Yesterday's expensive, peak-demand type recommendations for flexibility include:

  • Outfitting your waiting rooms or ORs for worst-case scenarios. Putting medical gases in the walls is the most common.
  • Equipping all exam rooms with telehealth capabilities. Yet, most urban telehealth is inbound.
  • Equipping all inpatient beds with current ICU infrastructure. However, the need is typically less than 10%.

Few organizations can afford to be flexible in these ways. Yet, other forms of flexibility can be built into your operational models and used by your facility assets.

Today, flexibility can mean: 

  • Tailoring your staffing schedule
  • Using modular furniture and equipment in waiting rooms during peak demand
  • Using existing primary care exam rooms for urgent care after hours
  • Converting dining areas into simulation labs with mobile equipment
  • Using modular walls between rooms to increase space for group therapy vs. building individual consult rooms

We learned some things about flexibility during COVID-19 that help us realign how we plan physical assets for the future. Consumers often appreciated the convenience of a virtual visit. They may prefer to wait in their car (or at Starbucks) until their exam room is ready, as opposed to in a waiting room with sick people.

Forethought, creativity, and a changing mindset leverage facilities for ultimate elasticity.

5. Internalize a highest and best use mindset for hospital campuses

The focus of a hospital campus is narrowing to a truly acute facility. Embracing this shift means accepting that anything not crucial to critical care must make way for more valuable uses of that real estate.
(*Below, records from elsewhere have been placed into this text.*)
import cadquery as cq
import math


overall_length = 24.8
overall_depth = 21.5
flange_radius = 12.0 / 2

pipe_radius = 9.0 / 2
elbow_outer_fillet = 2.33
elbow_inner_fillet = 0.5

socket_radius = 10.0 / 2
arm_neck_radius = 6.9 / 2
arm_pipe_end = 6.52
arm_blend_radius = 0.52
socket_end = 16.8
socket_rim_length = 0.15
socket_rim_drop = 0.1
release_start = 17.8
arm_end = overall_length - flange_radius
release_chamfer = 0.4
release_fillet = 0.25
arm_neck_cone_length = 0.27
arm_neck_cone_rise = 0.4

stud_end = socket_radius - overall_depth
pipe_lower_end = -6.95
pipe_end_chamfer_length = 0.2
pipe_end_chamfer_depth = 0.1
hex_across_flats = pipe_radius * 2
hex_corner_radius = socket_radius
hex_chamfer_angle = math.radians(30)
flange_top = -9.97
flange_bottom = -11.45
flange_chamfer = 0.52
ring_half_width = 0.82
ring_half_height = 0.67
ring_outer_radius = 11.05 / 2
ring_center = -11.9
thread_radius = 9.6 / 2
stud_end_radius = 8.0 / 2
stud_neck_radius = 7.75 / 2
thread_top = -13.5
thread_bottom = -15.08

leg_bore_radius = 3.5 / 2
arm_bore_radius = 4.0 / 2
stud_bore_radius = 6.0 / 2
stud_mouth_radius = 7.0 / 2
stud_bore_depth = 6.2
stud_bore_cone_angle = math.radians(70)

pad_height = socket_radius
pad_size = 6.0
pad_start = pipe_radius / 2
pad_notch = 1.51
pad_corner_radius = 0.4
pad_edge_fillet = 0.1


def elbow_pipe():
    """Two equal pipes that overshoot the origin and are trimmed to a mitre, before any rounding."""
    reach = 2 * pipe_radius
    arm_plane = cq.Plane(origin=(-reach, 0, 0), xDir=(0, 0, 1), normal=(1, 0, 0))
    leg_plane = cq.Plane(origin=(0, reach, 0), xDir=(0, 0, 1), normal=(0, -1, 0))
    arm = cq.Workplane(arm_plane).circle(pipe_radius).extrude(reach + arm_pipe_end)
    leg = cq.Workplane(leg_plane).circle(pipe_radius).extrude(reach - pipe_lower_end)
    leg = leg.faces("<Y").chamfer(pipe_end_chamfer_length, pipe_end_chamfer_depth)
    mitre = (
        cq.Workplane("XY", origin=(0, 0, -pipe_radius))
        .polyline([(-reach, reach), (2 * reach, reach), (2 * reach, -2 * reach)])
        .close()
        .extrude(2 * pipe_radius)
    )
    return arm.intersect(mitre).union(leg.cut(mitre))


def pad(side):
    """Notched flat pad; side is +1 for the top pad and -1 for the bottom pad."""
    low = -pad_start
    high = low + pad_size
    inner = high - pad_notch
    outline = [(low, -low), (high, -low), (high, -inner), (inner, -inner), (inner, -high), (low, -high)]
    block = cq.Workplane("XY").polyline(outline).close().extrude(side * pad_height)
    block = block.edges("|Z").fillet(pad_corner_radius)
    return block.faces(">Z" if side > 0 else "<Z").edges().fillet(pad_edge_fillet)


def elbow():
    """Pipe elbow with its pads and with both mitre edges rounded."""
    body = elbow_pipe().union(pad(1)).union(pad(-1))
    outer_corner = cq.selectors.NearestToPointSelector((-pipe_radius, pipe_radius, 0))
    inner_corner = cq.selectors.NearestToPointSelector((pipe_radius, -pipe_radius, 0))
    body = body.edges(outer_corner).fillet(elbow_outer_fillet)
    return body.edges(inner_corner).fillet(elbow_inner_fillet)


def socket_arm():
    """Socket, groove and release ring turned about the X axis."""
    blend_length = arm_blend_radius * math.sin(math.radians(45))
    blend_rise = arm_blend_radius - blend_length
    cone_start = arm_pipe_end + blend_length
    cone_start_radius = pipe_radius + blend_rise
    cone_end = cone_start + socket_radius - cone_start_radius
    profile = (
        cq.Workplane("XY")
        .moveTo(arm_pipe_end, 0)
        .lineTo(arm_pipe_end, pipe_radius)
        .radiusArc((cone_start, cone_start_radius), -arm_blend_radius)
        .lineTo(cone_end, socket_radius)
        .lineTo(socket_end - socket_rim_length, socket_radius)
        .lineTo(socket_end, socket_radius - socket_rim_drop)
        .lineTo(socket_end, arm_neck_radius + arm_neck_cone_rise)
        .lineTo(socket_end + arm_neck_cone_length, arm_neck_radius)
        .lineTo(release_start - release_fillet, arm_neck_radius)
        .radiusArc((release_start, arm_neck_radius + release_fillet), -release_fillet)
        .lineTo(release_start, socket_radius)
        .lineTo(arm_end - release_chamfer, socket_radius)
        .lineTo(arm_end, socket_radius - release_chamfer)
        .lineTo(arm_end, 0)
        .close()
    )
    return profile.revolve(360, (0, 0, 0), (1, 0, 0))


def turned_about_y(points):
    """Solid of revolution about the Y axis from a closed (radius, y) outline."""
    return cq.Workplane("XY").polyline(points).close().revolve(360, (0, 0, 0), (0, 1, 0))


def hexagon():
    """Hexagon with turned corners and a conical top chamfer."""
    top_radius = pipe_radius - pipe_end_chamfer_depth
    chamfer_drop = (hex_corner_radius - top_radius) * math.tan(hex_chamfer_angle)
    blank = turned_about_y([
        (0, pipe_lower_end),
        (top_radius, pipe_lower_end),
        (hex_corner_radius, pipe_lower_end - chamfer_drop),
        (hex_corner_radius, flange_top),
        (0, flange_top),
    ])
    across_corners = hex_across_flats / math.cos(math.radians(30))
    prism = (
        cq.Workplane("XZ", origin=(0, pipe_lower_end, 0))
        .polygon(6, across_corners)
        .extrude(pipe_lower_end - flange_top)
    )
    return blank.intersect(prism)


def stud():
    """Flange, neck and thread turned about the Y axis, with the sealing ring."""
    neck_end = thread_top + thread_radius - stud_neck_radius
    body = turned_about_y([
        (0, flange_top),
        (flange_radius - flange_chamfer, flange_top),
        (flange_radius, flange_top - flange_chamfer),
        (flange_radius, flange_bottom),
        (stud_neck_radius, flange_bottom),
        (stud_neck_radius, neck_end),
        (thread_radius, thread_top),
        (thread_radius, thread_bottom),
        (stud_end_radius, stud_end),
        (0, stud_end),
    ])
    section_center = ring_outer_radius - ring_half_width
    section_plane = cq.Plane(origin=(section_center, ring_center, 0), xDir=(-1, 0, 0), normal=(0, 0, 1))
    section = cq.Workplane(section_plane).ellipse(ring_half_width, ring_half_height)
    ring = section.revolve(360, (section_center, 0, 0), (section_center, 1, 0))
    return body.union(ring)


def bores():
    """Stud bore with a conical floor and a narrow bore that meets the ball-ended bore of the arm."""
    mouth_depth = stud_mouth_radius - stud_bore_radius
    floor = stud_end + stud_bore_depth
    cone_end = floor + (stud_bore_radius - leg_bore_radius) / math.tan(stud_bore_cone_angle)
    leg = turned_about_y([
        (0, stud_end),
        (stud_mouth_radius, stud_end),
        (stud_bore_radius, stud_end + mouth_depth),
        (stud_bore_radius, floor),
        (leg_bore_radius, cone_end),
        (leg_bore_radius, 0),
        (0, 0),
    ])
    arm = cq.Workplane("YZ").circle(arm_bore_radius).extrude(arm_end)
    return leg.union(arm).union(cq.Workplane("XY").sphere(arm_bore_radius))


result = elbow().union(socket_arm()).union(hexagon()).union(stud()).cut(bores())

We achieve this in three ways. First, we rigorously consolidate and cut redundancies. Second, we scrutinize aged assets. And third, we house traditional hospital functions in less expensive locations.

  • Ending redundancy -  Consolidating and de-duplicating are necessary to reduce overall and true costs. It's never too early to weed out these ‘first to go assets' to avoid a costly strategic mismatch.
  • Scrutinizing aged assets -  Demolition is one of the hardest strategic parameters to get approved; surely ‘free space' is good for something! But the long-term costs of keeping a building running past its operational value is high. For example, working in a repurposed, narrow footprint with suboptimal floor-to-floor heights. This is both inefficient and more expensive.
  • Housing traditional hospital functions in less expensive locations -  Just as advanced care practitioners function at the ‘top of license,' our healthcare assets need to function at their top of license. If you can legitimately repurpose the space for efficient operations, great. If not, now is the time to talk about the highest and best use of the location and land for functionality rather than for aesthetic or branding purposes.

A highest and best use mindset also leads us to consider different, digitally-enabled avenues. Advancements such as virtual physical therapy make some forms of caregiving possible at home or in lower-cost sites.

Conclusion

Healthcare organizations need a higher-performing footprint. They also need a more sophisticated process for analyzing whether to invest versus divest. Prioritizing and right sizing your physical assets helps make the most of your valuable real estate.

The content of this article is intended to provide a general guide to the subject matter. Specialist advice should be sought about your specific circumstances.